**Your assignment:** Look below. Copy each line that has "changed" in it.

Entries taken from a collection
........
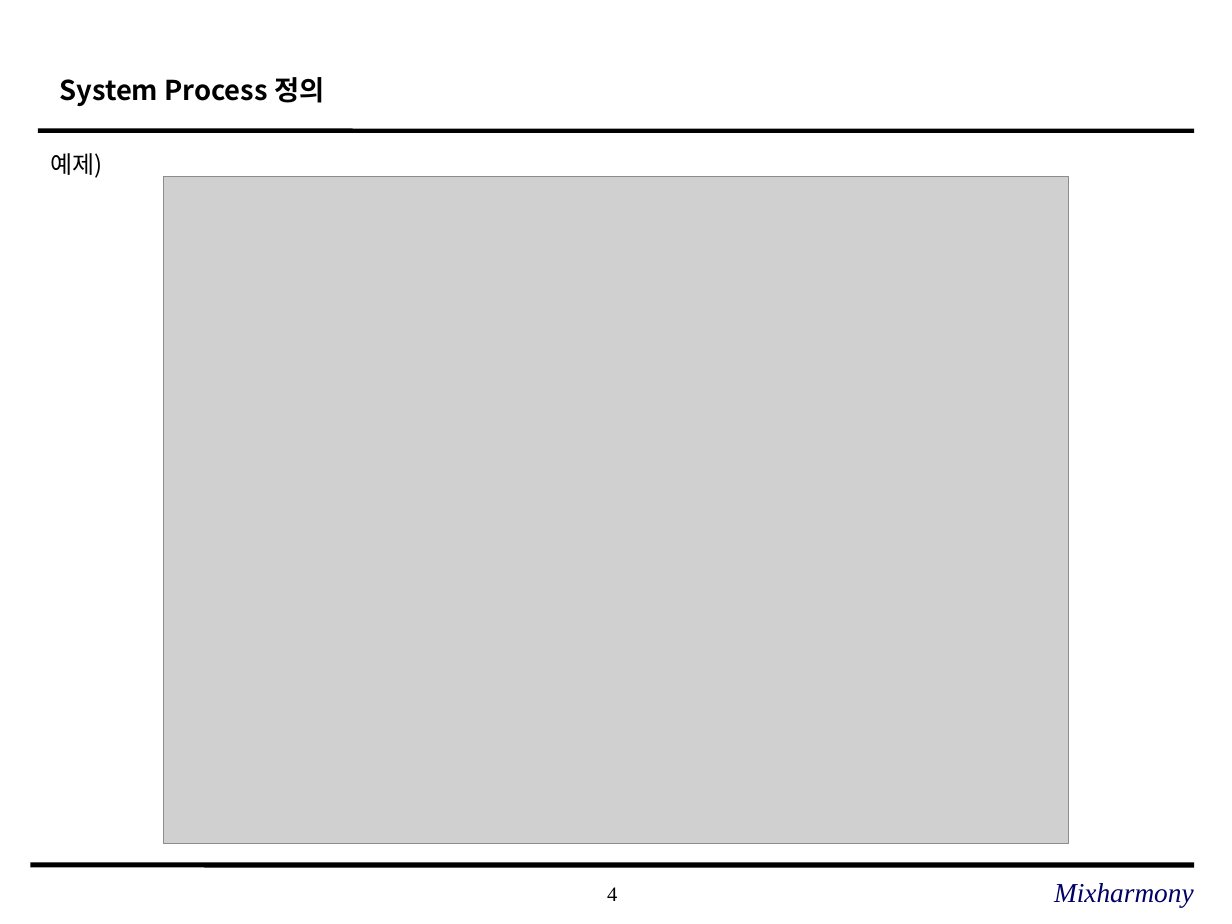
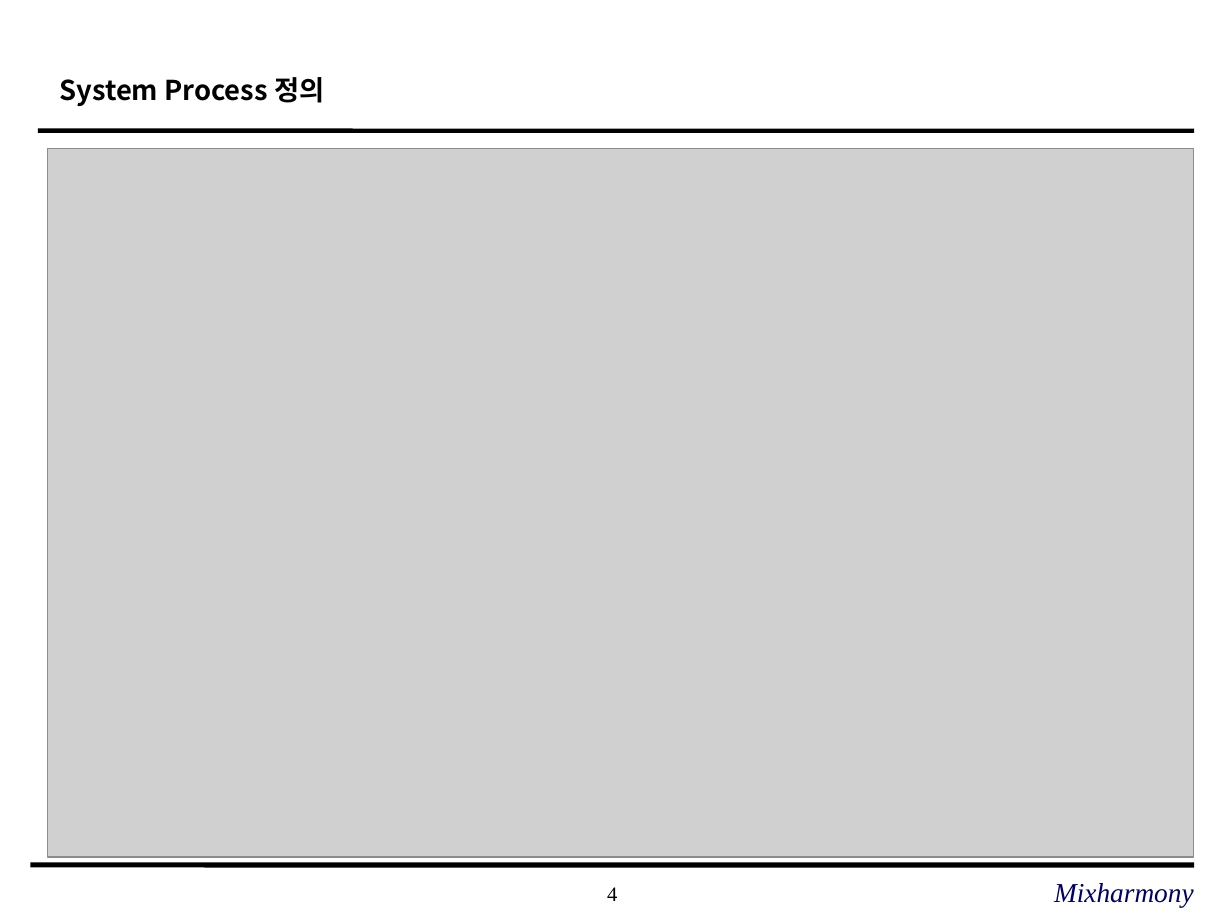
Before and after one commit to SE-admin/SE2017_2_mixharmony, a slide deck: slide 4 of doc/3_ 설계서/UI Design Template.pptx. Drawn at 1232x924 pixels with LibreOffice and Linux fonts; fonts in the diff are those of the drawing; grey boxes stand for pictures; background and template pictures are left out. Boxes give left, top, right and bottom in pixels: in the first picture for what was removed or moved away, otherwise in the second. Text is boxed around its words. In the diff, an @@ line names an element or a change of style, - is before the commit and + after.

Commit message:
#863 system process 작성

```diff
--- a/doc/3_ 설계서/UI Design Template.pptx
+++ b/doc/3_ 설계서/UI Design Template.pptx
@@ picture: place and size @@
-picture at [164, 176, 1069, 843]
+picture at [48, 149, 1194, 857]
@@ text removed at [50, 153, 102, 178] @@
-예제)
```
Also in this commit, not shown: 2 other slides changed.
........
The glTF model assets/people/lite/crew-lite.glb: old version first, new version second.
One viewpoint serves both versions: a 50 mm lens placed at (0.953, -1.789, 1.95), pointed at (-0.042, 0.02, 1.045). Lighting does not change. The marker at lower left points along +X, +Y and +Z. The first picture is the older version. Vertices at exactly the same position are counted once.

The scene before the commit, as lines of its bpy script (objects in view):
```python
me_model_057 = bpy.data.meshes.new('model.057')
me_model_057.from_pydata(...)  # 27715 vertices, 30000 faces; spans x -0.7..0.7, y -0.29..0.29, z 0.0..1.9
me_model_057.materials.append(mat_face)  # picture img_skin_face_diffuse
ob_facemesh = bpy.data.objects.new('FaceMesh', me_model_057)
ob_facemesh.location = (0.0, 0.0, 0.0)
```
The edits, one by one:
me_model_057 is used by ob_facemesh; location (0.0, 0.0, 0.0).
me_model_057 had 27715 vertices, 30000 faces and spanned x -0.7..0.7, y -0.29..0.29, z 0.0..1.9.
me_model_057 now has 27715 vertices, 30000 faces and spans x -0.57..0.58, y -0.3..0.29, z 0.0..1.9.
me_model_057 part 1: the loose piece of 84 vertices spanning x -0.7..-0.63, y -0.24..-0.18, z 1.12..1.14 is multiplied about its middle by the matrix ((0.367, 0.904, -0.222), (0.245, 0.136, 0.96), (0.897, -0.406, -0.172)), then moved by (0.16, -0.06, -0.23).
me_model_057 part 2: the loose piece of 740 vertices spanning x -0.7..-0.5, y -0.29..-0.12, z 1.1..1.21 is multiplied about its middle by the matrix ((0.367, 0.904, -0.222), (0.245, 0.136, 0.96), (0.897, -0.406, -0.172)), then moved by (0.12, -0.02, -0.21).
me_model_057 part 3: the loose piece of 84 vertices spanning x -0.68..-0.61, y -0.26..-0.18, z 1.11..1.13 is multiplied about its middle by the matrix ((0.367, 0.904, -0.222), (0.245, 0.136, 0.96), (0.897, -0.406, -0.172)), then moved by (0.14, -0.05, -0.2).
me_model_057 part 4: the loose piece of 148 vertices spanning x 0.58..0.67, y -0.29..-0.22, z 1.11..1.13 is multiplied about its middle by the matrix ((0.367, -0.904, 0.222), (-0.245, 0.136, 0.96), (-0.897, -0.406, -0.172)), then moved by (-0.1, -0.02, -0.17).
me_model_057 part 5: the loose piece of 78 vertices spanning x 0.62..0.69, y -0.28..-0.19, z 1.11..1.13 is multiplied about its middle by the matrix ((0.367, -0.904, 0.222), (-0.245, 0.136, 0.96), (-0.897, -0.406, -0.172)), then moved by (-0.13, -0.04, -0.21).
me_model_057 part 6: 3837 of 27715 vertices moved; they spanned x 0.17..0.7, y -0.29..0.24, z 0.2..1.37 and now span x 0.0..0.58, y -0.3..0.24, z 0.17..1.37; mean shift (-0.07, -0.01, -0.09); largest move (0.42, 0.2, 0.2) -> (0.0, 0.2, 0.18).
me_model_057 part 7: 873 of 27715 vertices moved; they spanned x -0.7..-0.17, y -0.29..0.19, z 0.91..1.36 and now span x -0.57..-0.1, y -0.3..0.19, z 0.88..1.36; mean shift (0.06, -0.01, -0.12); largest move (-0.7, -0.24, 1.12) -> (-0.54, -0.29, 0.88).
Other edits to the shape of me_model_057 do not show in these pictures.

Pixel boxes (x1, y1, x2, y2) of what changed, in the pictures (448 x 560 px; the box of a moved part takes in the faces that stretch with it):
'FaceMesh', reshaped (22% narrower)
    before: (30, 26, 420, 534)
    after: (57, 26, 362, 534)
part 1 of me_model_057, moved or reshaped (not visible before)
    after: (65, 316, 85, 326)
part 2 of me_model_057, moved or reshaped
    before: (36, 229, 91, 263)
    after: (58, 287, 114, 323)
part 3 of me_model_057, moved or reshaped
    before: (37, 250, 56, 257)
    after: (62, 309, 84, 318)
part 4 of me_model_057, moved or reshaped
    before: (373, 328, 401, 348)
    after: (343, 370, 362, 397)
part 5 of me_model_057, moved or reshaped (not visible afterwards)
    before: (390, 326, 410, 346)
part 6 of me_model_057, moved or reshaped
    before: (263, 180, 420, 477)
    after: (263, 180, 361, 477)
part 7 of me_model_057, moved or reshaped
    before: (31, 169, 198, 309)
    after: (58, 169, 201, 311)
........
**Exercise response:**
Also in this commit, not shown: 2 other slides changed.
Pixel boxes (x1, y1, x2, y2) of what changed, in the pictures (448 x 560 px; the box of a moved part takes in the faces that stretch with it):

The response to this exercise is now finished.